Ok, so the first code I made for this exercise was bad, and I couldn’t get to the solution, so this is a redo!


The exercise is from the O’Reilly book on Ocaml, “Developping Application with Ocaml”.

Its the Second exercise of the second chapter, Lexical Trees.


The exercise is simple. A structure for the Lexical Tree is given, and also its nodes, and what is asked is to build the methods to access and modify the tree.

Its functional programming so the point is not to reuse variables but to make copies, I want to keep that in mind this time.


As opposed to before, I will first use a pen and papers and then code it in Ocaml.

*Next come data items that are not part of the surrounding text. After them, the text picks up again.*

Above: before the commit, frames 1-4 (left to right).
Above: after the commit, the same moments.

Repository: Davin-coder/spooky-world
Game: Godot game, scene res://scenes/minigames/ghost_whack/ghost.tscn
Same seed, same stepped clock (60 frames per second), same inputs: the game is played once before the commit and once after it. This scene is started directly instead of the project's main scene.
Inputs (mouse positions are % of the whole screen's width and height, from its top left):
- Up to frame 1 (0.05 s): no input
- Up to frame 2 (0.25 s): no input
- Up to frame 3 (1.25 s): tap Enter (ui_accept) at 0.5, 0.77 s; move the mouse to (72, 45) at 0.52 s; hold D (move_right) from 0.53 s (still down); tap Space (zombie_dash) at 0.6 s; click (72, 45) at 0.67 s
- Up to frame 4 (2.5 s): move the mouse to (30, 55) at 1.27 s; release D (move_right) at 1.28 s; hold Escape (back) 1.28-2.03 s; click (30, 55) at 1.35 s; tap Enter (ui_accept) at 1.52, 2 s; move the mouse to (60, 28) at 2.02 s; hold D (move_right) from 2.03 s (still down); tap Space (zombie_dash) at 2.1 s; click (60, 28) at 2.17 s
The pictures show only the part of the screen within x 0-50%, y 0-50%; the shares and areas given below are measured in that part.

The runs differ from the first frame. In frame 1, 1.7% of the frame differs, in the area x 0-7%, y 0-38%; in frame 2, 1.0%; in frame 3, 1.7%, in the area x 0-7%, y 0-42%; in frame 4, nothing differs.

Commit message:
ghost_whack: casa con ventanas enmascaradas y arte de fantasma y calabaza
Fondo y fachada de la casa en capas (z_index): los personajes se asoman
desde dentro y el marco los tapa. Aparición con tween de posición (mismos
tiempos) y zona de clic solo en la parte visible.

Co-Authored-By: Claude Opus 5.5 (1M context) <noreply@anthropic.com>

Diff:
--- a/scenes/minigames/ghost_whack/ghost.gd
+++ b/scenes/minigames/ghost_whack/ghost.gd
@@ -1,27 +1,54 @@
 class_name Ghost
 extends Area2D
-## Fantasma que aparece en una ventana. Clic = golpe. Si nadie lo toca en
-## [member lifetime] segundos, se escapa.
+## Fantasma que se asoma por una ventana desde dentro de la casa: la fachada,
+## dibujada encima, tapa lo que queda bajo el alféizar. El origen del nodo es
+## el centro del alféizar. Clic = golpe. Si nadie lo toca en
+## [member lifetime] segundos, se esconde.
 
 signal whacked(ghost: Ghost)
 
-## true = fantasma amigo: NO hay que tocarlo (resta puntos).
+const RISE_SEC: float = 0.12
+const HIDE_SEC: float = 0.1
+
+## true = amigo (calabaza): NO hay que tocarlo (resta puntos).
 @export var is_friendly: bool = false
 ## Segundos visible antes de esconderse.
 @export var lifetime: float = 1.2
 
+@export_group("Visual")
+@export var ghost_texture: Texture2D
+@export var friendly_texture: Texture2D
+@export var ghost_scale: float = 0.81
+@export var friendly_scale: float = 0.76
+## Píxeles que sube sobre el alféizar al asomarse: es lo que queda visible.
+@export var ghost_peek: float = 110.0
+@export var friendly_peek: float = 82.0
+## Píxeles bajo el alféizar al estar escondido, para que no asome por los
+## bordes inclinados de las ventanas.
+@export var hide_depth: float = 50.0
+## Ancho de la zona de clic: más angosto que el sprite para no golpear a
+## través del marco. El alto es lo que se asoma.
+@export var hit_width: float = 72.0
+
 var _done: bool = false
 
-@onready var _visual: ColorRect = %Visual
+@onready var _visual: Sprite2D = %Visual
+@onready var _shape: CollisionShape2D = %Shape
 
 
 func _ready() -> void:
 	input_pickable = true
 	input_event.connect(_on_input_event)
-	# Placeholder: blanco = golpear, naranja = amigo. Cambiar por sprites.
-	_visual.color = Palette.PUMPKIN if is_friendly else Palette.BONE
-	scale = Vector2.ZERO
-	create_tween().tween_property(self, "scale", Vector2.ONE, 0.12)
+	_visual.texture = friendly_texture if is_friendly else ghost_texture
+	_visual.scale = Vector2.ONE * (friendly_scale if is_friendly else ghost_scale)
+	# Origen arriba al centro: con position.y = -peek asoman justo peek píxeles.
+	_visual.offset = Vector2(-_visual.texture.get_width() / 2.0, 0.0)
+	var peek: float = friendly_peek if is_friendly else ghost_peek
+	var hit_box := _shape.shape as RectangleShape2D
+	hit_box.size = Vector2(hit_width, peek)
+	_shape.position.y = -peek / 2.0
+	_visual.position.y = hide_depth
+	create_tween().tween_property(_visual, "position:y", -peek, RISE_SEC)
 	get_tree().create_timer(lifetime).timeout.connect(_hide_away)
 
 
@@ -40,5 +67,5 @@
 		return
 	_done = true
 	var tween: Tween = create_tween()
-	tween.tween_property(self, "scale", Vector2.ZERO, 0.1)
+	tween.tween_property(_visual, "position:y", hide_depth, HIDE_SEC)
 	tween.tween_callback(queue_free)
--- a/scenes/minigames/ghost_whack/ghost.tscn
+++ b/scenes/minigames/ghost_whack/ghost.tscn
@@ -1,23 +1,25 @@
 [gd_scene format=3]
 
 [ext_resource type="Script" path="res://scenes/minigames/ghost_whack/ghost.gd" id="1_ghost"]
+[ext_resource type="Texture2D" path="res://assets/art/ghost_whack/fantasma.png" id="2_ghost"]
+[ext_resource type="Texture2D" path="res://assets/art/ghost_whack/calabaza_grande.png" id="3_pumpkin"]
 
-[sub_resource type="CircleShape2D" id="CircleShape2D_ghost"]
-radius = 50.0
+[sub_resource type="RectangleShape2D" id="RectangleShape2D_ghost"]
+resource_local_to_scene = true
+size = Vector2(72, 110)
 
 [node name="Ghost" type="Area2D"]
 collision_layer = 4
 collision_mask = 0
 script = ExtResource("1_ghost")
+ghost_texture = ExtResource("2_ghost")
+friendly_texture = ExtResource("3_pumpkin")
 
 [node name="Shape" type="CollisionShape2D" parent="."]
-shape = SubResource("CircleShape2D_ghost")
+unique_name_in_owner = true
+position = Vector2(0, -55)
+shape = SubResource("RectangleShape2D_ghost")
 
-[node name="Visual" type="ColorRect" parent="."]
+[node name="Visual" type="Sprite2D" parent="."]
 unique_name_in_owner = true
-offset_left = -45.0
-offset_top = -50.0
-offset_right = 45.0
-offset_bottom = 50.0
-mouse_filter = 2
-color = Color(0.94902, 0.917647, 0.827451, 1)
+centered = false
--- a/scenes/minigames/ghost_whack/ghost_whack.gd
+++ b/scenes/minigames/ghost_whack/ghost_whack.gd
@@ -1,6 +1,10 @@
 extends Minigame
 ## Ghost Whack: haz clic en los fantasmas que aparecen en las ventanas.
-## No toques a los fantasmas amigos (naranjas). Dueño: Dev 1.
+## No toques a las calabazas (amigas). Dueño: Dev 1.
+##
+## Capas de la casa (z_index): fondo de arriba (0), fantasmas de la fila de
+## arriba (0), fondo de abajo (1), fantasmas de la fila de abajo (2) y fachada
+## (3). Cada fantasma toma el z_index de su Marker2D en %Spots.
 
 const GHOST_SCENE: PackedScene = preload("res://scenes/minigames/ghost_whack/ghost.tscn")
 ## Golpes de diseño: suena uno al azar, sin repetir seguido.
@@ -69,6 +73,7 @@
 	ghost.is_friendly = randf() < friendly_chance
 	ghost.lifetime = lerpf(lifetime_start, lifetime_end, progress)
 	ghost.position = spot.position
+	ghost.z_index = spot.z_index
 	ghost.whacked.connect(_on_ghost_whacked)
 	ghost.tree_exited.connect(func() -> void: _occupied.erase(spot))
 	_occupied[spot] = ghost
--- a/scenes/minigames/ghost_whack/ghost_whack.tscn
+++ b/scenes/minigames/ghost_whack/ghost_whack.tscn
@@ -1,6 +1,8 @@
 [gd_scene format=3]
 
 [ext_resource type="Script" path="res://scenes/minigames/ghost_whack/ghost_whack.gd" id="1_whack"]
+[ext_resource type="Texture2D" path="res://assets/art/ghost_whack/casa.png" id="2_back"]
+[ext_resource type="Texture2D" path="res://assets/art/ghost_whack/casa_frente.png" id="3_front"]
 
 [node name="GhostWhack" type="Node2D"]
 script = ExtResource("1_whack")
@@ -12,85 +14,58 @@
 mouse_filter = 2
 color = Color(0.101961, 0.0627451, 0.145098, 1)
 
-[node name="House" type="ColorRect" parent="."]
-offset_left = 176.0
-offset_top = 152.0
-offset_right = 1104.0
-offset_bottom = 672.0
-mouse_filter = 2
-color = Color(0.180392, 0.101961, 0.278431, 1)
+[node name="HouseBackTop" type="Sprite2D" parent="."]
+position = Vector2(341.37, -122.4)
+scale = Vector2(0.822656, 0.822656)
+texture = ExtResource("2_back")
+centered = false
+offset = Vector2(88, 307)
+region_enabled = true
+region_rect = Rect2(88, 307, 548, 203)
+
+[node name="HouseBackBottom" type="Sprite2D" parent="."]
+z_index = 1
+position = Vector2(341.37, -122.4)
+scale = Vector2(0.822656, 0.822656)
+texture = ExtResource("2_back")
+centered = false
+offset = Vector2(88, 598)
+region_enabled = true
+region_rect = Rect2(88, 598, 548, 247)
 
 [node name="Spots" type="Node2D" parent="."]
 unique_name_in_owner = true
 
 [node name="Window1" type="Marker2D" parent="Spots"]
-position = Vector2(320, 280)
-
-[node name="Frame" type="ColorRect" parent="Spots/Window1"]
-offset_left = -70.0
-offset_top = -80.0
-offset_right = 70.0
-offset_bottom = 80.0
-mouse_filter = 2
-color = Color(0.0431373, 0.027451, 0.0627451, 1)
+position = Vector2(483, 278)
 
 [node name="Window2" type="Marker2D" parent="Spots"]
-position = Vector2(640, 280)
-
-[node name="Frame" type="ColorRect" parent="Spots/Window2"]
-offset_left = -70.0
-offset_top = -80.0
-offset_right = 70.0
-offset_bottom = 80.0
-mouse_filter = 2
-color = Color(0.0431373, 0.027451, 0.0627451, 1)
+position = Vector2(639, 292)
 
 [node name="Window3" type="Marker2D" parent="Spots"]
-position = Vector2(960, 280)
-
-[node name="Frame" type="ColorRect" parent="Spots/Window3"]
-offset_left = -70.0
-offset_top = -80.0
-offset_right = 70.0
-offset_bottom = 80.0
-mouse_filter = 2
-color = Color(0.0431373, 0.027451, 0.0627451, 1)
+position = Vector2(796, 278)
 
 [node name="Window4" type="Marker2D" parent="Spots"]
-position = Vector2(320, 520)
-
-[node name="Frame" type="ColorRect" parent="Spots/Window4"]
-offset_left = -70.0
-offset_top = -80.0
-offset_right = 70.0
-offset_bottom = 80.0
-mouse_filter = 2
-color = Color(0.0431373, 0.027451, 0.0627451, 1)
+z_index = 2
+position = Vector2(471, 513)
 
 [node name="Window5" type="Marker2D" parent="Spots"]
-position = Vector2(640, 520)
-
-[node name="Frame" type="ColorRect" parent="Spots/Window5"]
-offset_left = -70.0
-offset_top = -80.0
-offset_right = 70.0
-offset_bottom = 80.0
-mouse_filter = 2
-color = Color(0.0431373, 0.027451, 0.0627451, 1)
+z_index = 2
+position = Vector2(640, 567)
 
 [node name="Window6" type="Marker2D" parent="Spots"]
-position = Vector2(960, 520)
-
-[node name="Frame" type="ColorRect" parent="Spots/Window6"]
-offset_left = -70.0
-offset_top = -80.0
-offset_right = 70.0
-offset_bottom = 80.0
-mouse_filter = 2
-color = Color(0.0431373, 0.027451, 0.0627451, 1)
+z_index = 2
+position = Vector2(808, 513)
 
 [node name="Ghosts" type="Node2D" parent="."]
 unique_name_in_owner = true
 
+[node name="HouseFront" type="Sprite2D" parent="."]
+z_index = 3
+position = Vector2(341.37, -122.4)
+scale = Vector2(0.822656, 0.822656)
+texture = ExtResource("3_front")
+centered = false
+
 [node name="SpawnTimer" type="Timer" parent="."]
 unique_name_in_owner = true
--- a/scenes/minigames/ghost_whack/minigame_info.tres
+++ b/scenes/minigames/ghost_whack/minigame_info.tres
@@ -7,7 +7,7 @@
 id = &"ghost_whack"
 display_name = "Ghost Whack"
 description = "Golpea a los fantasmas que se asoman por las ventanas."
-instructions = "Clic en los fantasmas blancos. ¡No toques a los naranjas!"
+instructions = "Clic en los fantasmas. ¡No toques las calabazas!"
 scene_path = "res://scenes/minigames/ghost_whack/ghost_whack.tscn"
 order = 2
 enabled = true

1. Write the function exists which testes wether a word belongs to a dictionary or not, of type lex_tree

Its impossible not to be biased after viewing the solution, so:

1. Pattern match dictionary with 3 cases:

Empty Dictionary

Filled and Letter = word.[i]

Filled and Letter != word [i]

2. Make it recursive, after all its the point of the xercise

Create an auxiliary function that you can call and increment i

3. Everytime you call the function, it only happens in the second case, call it with the substring of word

4. Return the value as boolean

(5. End case of recursion is n = 1!, when the word reaches the last word, return the node boolean)


From O’Reilly

# let rec exists w d = 
let aux sw i n = match d with
[] -> false
| (Letter (c,b,l))::t when c=sw.[i] ->
if n = 1 then b else exists (String.sub sw (i+1) (n-1)) l
| (Letter (c,b,l))::t -> exists sw t
in aux w 0 (String.length w) ;;
val exists : string -> lex_tree -> bool = <fun>


2. Write function insert element, which should only insert if it doesn’t exist already

Here we use almost the same algorithm as above.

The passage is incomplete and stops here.